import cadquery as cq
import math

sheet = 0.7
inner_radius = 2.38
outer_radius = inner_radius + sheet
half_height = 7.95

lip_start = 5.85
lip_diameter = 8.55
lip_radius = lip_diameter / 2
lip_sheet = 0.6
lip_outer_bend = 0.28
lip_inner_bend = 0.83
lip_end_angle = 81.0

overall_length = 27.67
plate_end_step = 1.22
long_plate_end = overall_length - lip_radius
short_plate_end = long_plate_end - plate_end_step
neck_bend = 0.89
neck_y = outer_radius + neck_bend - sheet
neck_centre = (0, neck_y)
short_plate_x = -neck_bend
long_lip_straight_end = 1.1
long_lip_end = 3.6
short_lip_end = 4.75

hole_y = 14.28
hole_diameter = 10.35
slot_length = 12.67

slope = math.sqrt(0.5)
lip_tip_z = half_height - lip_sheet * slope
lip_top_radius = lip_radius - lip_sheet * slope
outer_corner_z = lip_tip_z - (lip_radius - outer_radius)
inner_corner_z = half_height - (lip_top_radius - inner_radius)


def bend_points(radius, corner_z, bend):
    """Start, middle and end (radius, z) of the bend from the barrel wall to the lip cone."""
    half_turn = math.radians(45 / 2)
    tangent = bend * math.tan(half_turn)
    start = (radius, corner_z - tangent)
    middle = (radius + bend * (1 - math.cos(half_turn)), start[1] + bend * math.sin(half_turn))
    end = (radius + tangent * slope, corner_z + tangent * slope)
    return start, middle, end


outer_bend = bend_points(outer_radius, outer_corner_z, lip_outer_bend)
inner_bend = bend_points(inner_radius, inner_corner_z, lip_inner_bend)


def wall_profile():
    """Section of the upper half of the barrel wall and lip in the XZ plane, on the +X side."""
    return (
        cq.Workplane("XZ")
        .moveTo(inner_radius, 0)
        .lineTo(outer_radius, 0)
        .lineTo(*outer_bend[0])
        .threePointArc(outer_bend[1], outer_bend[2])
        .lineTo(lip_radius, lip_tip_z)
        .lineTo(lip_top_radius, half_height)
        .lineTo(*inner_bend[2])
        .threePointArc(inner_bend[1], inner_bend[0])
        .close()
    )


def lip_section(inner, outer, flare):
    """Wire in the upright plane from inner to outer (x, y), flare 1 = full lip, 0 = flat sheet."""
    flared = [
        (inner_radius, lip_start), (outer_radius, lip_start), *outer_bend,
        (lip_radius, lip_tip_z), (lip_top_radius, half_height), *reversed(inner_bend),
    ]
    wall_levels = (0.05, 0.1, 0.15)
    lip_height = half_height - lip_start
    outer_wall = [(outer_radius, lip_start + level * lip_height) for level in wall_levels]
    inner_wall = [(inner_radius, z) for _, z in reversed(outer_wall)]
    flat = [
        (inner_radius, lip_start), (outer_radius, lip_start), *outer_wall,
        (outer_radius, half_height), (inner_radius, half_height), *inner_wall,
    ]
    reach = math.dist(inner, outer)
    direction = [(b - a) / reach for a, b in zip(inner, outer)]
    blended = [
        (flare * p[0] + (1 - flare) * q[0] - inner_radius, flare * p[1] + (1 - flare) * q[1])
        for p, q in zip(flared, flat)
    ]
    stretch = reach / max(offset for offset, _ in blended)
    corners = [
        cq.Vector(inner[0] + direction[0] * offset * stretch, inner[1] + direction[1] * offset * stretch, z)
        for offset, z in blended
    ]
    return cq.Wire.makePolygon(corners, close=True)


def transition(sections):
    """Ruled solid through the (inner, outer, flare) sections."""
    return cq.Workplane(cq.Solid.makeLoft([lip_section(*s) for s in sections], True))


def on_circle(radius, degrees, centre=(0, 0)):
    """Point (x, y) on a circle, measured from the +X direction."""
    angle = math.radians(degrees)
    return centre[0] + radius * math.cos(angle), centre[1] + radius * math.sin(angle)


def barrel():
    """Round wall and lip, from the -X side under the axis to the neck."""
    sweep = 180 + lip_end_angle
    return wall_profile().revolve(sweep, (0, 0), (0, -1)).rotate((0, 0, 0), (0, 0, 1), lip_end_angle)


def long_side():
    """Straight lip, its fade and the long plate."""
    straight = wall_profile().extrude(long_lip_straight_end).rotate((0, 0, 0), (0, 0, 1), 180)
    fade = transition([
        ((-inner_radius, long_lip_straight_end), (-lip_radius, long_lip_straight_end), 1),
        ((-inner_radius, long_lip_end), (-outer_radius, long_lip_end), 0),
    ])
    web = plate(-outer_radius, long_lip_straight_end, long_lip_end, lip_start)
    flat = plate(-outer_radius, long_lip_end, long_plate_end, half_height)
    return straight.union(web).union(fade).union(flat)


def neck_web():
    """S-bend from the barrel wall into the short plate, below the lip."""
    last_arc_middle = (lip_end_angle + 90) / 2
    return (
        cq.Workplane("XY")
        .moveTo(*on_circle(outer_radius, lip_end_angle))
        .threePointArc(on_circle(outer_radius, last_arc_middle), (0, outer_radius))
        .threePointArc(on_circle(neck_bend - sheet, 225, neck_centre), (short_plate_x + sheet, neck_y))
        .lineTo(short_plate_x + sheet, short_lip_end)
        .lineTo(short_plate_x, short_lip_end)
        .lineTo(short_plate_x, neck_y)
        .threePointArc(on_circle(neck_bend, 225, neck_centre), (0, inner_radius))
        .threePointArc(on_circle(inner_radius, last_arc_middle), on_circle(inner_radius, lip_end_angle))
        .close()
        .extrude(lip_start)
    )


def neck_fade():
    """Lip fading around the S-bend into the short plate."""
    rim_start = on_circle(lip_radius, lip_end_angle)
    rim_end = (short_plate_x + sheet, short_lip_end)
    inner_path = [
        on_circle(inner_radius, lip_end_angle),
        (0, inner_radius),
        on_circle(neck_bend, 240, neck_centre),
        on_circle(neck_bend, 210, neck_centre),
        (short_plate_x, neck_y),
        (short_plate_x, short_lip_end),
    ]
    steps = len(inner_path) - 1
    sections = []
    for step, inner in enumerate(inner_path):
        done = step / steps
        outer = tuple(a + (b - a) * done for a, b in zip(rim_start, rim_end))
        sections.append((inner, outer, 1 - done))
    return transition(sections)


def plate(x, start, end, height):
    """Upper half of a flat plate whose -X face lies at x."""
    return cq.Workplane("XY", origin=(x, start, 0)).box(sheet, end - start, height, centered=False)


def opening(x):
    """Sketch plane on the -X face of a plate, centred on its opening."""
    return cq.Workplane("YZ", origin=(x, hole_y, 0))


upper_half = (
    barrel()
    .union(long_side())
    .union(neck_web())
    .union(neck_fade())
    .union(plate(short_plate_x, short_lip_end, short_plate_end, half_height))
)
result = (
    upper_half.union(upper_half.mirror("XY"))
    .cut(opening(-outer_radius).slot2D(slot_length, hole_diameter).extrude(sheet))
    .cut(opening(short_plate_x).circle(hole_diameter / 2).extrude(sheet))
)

**Task goal**
Search the entries for the string "Workplane" and collect each line that has it.

**Response for this exercise**
        cq.Workplane("XZ")
    return cq.Workplane(cq.Solid.makeLoft([lip_section(*s) for s in sections], True))
        cq.Workplane("XY")
    return cq.Workplane("XY", origin=(x, start, 0)).box(sheet, end - start, height, centered=False)
    return cq.Workplane("YZ", origin=(x, hole_y, 0))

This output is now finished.